In Ellis's "Translator's Notice"
he writes:
"Professor Helmholtz's book having taken its place as a
work which all candidates for musical degrees are
expected to study ..."
At this time, it was common for conservatories
to teach the anatomy of the voice to voice students,
and the anatomy of the hand to pianists.
Show ms for "Physiology and Music in the Late Industrial Revolution"
Is Helmholtz a trained musician?
The need to understand the why of consonant ratios.
"... but I am not aware that any real step was ever made towards answering the question: What have musical consonances to do with the ratios of the first six numbers? Musicians, as well as philosophers and physicists, have generally contented themselves with saying in effect that human minds were in some unknown manner so constituted as to discover the numerical relations of musical birations, and to have a peculiar pleasure in contemplating simple ratios which are readily comprehensible." [p.2, top]
Contrast with vision: we don't think that colors that go together are related by simple integer ratios
Helmholtz links his emphasis on sensation as the foundation for music theory with Hanslick's anti-representational esthetic
Cites Hanslick "... trimphantly attacked the false standpoint of exaggerated sentimentality, from which it was fashionable to theorise on music." [p.2 near middle]
"Music stands in a much closer connection with pure sensation than any of the other arts. The latter deal with what the sense apprehend, that is, with the images of outward objects ... Poetry aims most distinctly of all at merely exciting the formation of images, by addressing itself especially to imagination and memory, and it is only by subordinate auxiliaries of a more musical kind, such as rhythm, and imitations of sounds, that it appeals to the immmediate sensation of hearing." [p.2, near bottom]
"In this sense it is clear that music has a more immediate connection with pure sensation than any other of the fine arts, and, consequently, that the theory of the sensations of hearing is destined to play a much more important part in musical esthetics, than, for example, the theory of charoscuro or of perspective in painting. ... In music, on the other hand, no such perfect representation of nature is aimed at; tones and the sensations of tone exist for themselves alone, and produce their effects independently of anything behind them." [p.3 1st paragraph]
The influence of Johannes Mueller on Helmholtz's interest in the physiology of hearing:
On page 4 he talks about the physiology of hearing, and especially praises the advances made by Johannes Mueller. (Recall the Mueller was his freshman teacher at Berlin.)
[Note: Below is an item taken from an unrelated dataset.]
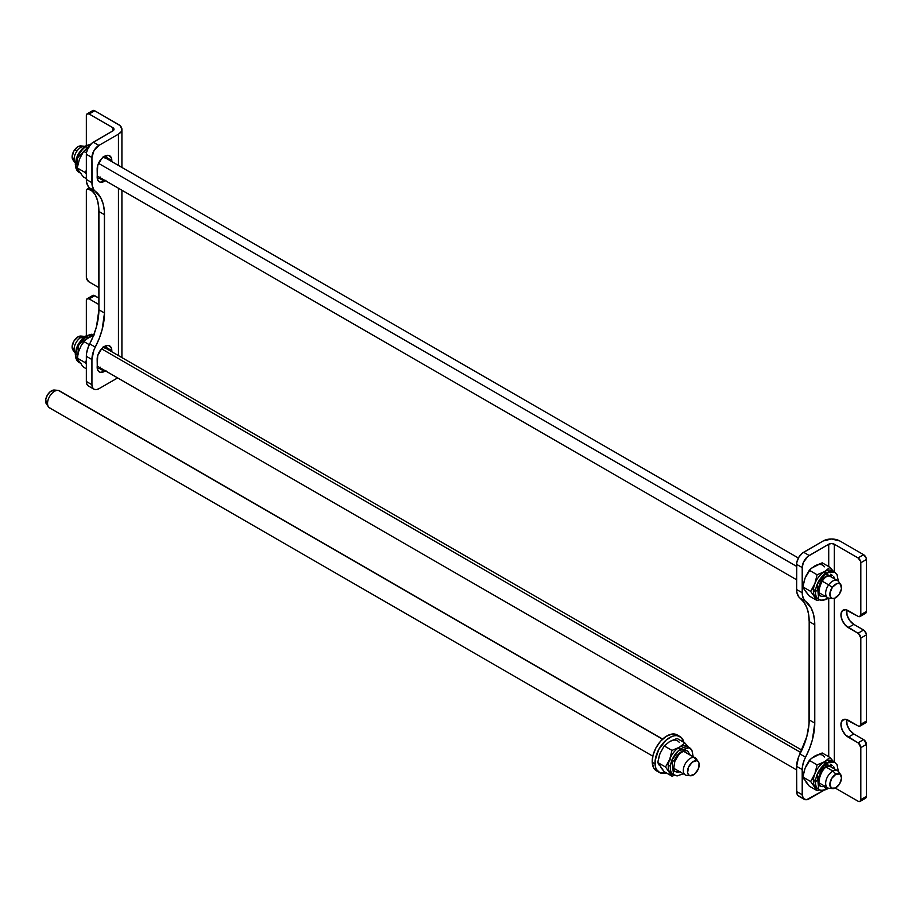 <?xml version="1.0" encoding="UTF-8"?>
<svg xmlns="http://www.w3.org/2000/svg" width="912" height="912" viewBox="0 0 912 912"><rect width="100%" height="100%" fill="white"/><g stroke="black" fill="none" stroke-linecap="round" stroke-linejoin="round"><path stroke-width="1.37" d="M860.005 616.523L865.579 613.297A3.944 2.28 -120 0 0 866.4 611.485L860.814 614.711A3.944 2.28 60 0 1 860.005 616.523A3.944 2.28 60 0 1 858.032 616.33L848.263 610.687A10.363 5.985 60 0 0 843.076 610.174L843.076 610.174A10.363 5.985 60 0 0 841.491 618.473A10.363 5.985 60 0 0 848.263 627.604L858.032 633.247L863.607 630.021L858.032 633.247A3.944 2.28 60 0 1 860.814 638.081L866.4 634.855A3.944 2.28 -120 0 0 863.607 630.021L853.837 624.378L848.263 627.604L853.837 624.378A10.363 5.985 -120 0 1 846.689 609.968L847.077 615.247L849.767 620.605L853.837 624.378L864.154 630.397L866.343 634.193L866.4 721.061L860.814 724.288A3.944 2.28 60 0 1 860.005 726.089A3.944 2.28 60 0 1 858.032 725.895L848.263 720.252A10.363 5.985 60 0 0 843.076 719.739A10.363 5.985 60 0 0 841.491 728.038A10.363 5.985 60 0 0 848.263 737.17L858.032 742.813L863.607 739.586L858.032 742.813A3.944 2.28 60 0 1 860.814 747.646L860.814 799.607L860.814 747.646L866.4 744.42L866.4 796.393L866.4 744.42A3.944 2.28 -120 0 0 863.607 739.586L853.837 733.955L848.263 737.17L853.837 733.955A10.363 5.985 -120 0 1 846.689 719.545L847.077 724.823L849.767 730.17L853.837 733.955L864.154 739.963L866.4 744.42L860.814 747.646L858.568 743.189L845.458 734.912L842.164 729.896L840.932 724.481L842.164 720.503L845.458 719.283L858.568 726.146L860.005 726.089L860.768 724.88L860.814 638.081L860.814 724.288L866.4 721.061L866.4 634.855L860.814 638.081L858.568 633.623L845.458 625.336L842.164 620.331L840.932 614.916L842.164 610.926L845.458 609.706L858.568 616.58L860.609 615.828L860.609 561.393L858.032 557.916L834.309 544.213L831.516 543.552L828.723 544.213L828.723 566.58L828.723 544.213L807.827 556.434L803.381 562.43L802.207 567.583L802.423 595.468L804.133 599.811L811.076 607.951L813.424 613.936L814.621 620.958L814.769 723.079L812.398 739.792L809.491 748.547L804.133 760.334L802.423 766.639L802.207 794.774L803.381 798.57L806.516 799.733L824.015 790.248L809.183 798.809A9.872 5.7 -60 0 1 804.259 799.3A9.872 5.7 -60 0 1 802.207 794.774L802.207 769.591L796.632 766.376L798.547 757.108L806.812 736.577L809.035 723.854L809.183 621.562L808.591 614.107L806.812 607.586L803.905 602.182L798.547 596.585L796.849 592.253L796.632 589.54L802.207 592.766L802.207 567.583L796.632 564.357L796.632 589.54L796.757 562.704L798.673 557.483L802.241 553.219L823.137 540.998A11.845 6.84 180 0 1 839.884 540.998L863.607 554.69L866.183 558.167L866.4 559.523L860.814 562.75L860.814 614.711L866.4 611.485L866.4 559.523L866.4 611.485L865.579 613.297L863.607 613.103M828.723 756.721L828.723 598.101L828.723 756.721M799.733 796.461L797.806 795.355L796.757 793.052L796.632 766.376L796.632 791.559L802.207 794.774L796.632 791.559A9.872 5.7 120 0 0 798.673 796.073L804.259 799.3M860.005 726.089L865.579 722.863A3.944 2.28 -120 0 0 866.4 721.061L865.579 722.863L863.607 722.669M860.005 801.42L865.579 798.194A3.944 2.28 -120 0 0 866.4 796.393L860.814 799.607A3.944 2.28 60 0 1 860.005 801.42A3.944 2.28 60 0 1 858.032 801.226L835.267 788.082L858.568 801.477L860.005 801.42L860.814 799.607L866.4 796.393L865.579 798.194L863.607 798M834.309 544.213L834.309 571.915L834.309 544.213A3.944 2.28 180 0 0 828.723 544.213L809.183 555.499L803.609 552.273L823.137 540.998L831.516 538.992L839.884 540.998L863.607 554.69L858.032 557.916L834.309 544.213M834.309 598.329L834.309 762.044L834.309 598.329M809.183 555.499L803.609 552.273A9.872 5.7 120 0 0 796.632 564.357L802.207 567.583A9.872 5.7 -60 0 1 809.183 555.499M863.607 554.69L858.032 557.916A3.944 2.28 60 0 1 860.814 562.75L866.4 559.523A3.944 2.28 -120 0 0 863.607 554.69M799.972 598.078L805.558 601.304A19.733 11.389 -60 0 1 802.207 592.766L796.632 589.54A19.733 11.389 120 0 0 799.972 598.078L805.558 601.304A54.275 31.339 -60 0 1 814.769 624.788L809.183 621.562A54.275 31.339 120 0 0 799.972 598.078M814.769 723.079L809.183 719.853L809.183 621.562L814.769 624.788L814.769 723.079A54.275 31.339 -60 0 1 805.558 757.188L799.972 753.973A54.275 31.339 120 0 0 809.183 719.853L814.769 723.079M796.632 766.376L802.207 769.591A19.733 11.389 -60 0 1 805.558 757.188L799.972 753.973A19.733 11.389 120 0 0 796.632 766.376M105.382 370.831A10.363 5.985 -60 0 1 104.492 371.412A10.363 5.985 -60 0 1 99.305 371.925A10.363 5.985 -60 0 1 97.162 367.183L97.721 355.566L101.688 348.692L105.917 345.773L108.562 345.511L111.253 347.746L111.811 351.758L111.811 350.664L106.237 347.438L106.066 345.716A10.363 5.985 120 0 1 106.237 347.438L111.811 350.664A10.363 5.985 -60 0 0 109.668 345.922A10.363 5.985 -60 0 0 101.688 348.692A10.363 5.985 -60 0 0 97.162 359.123L97.299 368.744L98.393 371.161L100.423 372.335L104.492 371.412L98.906 368.186L104.492 371.412L105.917 370.42M99.796 367.604A10.363 5.985 120 0 1 98.906 368.186L97.333 368.893A10.363 5.985 120 0 0 98.906 368.186L100.331 367.194M105.382 180.69A10.363 5.985 -60 0 1 104.492 181.271A10.363 5.985 -60 0 1 99.305 181.784A10.363 5.985 -60 0 1 97.162 177.042L97.721 165.425L101.688 158.563L104.492 156.294L108.562 155.371L111.253 157.605L111.811 161.618L111.811 160.523L106.237 157.309L106.066 155.587A10.363 5.985 120 0 1 106.237 157.309L111.811 160.523A10.363 5.985 -60 0 0 109.668 155.781A10.363 5.985 -60 0 0 101.688 158.563A10.363 5.985 -60 0 0 97.162 168.982L97.299 178.615L98.393 181.032L100.423 182.195L104.492 181.271L98.906 178.045L104.492 181.271L105.917 180.28M99.796 177.475A10.363 5.985 120 0 1 98.906 178.045L97.333 178.763A10.363 5.985 120 0 0 98.906 178.045L100.331 177.065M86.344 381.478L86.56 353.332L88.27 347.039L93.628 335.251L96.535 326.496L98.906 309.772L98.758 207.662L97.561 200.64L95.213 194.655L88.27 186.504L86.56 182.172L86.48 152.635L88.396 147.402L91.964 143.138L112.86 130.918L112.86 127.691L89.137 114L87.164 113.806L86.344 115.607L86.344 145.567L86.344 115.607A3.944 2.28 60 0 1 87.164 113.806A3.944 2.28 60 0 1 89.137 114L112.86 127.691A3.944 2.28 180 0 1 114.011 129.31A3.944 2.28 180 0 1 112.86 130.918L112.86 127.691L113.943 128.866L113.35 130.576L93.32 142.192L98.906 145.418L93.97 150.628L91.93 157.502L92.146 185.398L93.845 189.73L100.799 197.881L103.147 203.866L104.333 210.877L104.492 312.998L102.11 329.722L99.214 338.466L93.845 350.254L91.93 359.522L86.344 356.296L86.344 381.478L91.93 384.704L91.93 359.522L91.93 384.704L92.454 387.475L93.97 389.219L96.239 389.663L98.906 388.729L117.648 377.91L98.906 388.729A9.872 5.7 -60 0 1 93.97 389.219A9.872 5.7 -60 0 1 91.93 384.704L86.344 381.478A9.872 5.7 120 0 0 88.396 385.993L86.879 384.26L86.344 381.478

Holds a very modern conception of perception:
"the laws according to which these sensations result in mental images of determinate external objects, that is, in perception [p.4 middle]
"In these first two Parts of the book, no attention is paid to esthetic considerations. Natural phenomena obeying a blind necessity, are alone treated. The Third Part treats of the construction of musical scales and notes. Here we come at once upon esthetic ground, and the differences of national and individual tastes begin to appear. Modern music has especially developed the principle of tonality, which connects all the tones in a piece of music by their relationship to one chief tone, called the tonic. On admitting this principle, the results of the preceding investigations furnish a method of contructing our modern musical scales and modes, from which all arbitrary assumption is excluded." [p.5 2nd-last paragraph]
"I was unwilling to separate the physiological investigation from its musical consequences, ... and the reader, who takes up my book for its musical conclusions alone, cannot form a perfectly clear view ... unless he has endeavoured to get at least some conception of their foundations in natural science." [p.5 last paragraph]
Visual renderings of sound vibrations:
"Fig. 6 is the copy of a drawing actually made in this way on the rotating cylinder of Messrs. Scott and Koenig's Phonautograph" [p.20]
Recall Thomas Edison's phonograph and Emil Berliner's grammophone.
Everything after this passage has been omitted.